All sorts of jazz, free jazz and improv. Never for money, always for love.
Exploding Customer gets my award for best band name of the year so far and if it seems a trifle incongruous that they recorded at a sedate sounding café it isn't. This is actually a place where Ayler Records have recorded quite a bit of free jazz in the past. Though I did try to imagine 1940s suits and trilbies being rudely disturbed by the resultant explosion of clientele. Anyway, apart from an intriguing line in cryptic sleeve notes, exploding member Martin Küchen, along with the others, offers some acerbically improvised/composed excursions, so 'sedate' is not exactly the word.

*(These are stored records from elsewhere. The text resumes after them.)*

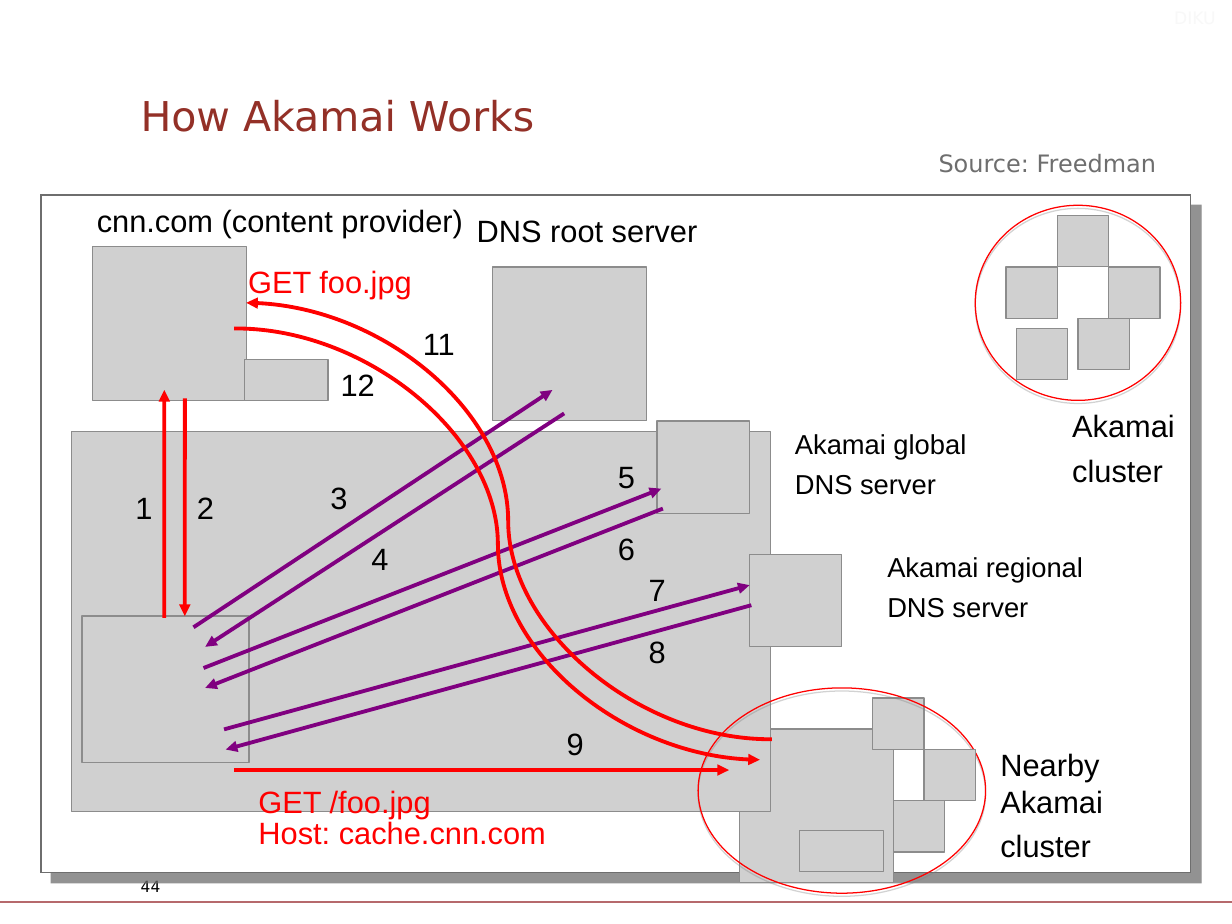
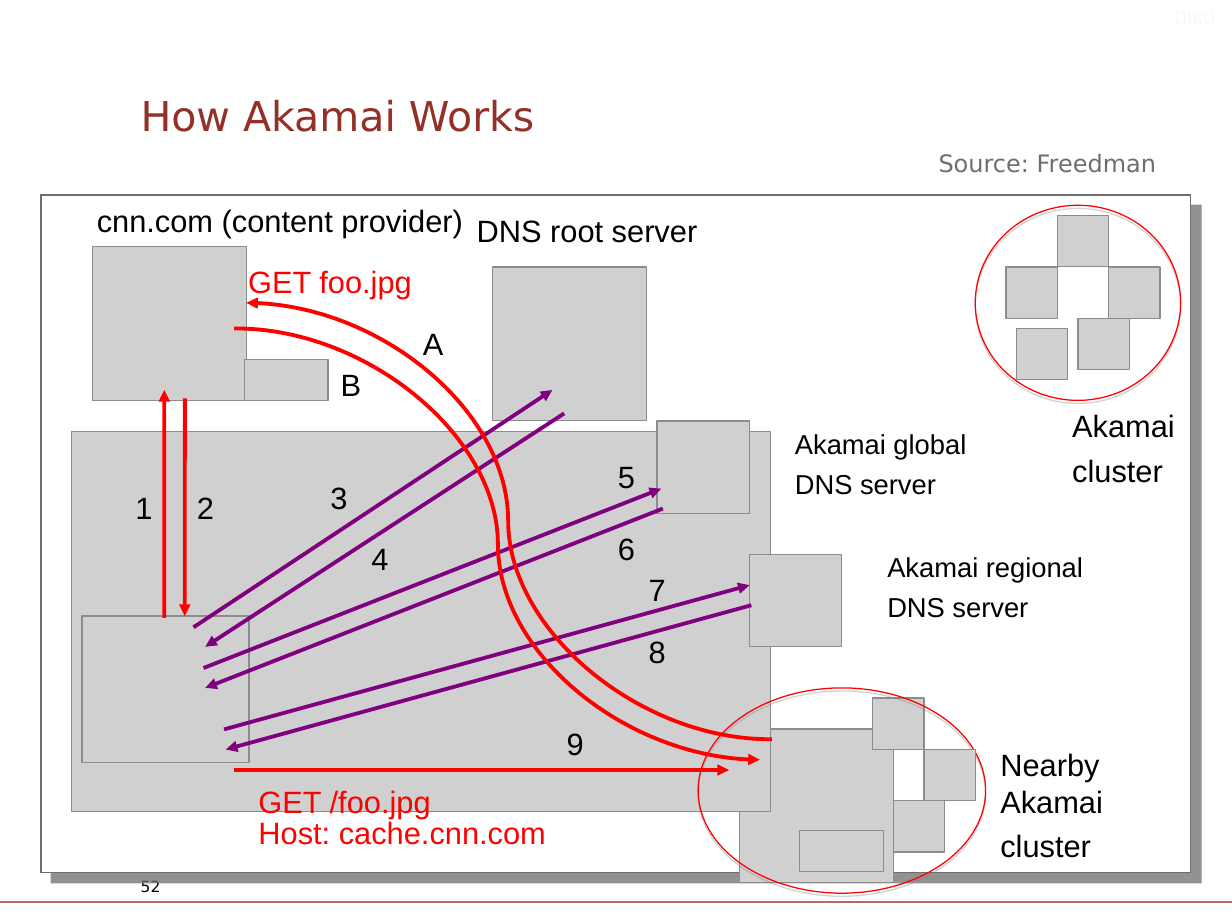
Before and after one commit to diku-compSys/compSys-e2021-pub, a slide deck: slide 52 of lectures/211103_application_layer_http/slides.odp (slide 44 before the commit). Drawn at 1232x924 pixels with LibreOffice and Linux fonts; fonts in the diff are those of the drawing; grey boxes stand for pictures; background and template pictures are left out. Boxes give left, top, right and bottom in pixels: in the first picture for what was removed or moved away, otherwise in the second. Text is boxed around its words. In the diff, an @@ line names an element or a change of style, - is before the commit and + after.

```diff
--- a/lectures/211103_application_layer_http/slides.odp
+++ b/lectures/211103_application_layer_http/slides.odp
@@ text at (x1=423, y1=333, x2=444, y2=355): text changed @@
-11
+A
@@ text at (x1=341, y1=374, x2=362, y2=396): text changed @@
-12
+B
@@ page number at (x1=141, y1=879, x2=161, y2=892): text changed @@
-44
+52
```
Also in this commit, not shown: 11 other slides changed, 8 slides added, 3 other files.

They do set off in a fairly amiable manner with ostinato bass stalking behind
Küchen and trumpeter Tomas Hallensten but this soon develops into a
more turbulent fracas between the two with agitated drumming from Kjell
Nordesen stirring things up further. It's strident bass man Benjamin Quigley
who sets the pace for 'Quoting Frippe (what's the name of the bass player?)'
and keeps up a constant undertow while trumpet and sax indulge in some angular
duelling as well as taking time out for individual examinations of Küchen's
composition.
Described as "a requiem over a dead friend" 'A Broken Glass' starts
with a halting lugubrious quality, the cymbal tolling beneath the skeletal
melody. It swiftly shifts up a gear and Küchen's sax brings a more
emotive tone to the proceedings. It's raw and wounded and despite its origins
in grief and loss, it is as exciting a piece of improvisation as you're
likely to find. Hallonsten introduces a more sombre atmosphere like a mourner
gradually giving vent to a gradual outpouring of grief and anger. Again,
a spine-tingling example of jazz that embraces freedom and focussed emotional
content.
Showing that conventional forms don't have to be anathema to free jazz,
Küchen's 'Tango du Prison' pays passing homage to that particular ballroom
dance though, as you may expect, they treat it with a certain degree of
elasticity. Sax and trumpet become partners in a workout that is partly
raucous, partly reflective.
If you aren't sure whether or not free improvisation is for you then spend
an hour or so at the Glenn Miller Café with these guys and I think
you may just be convinced that it is.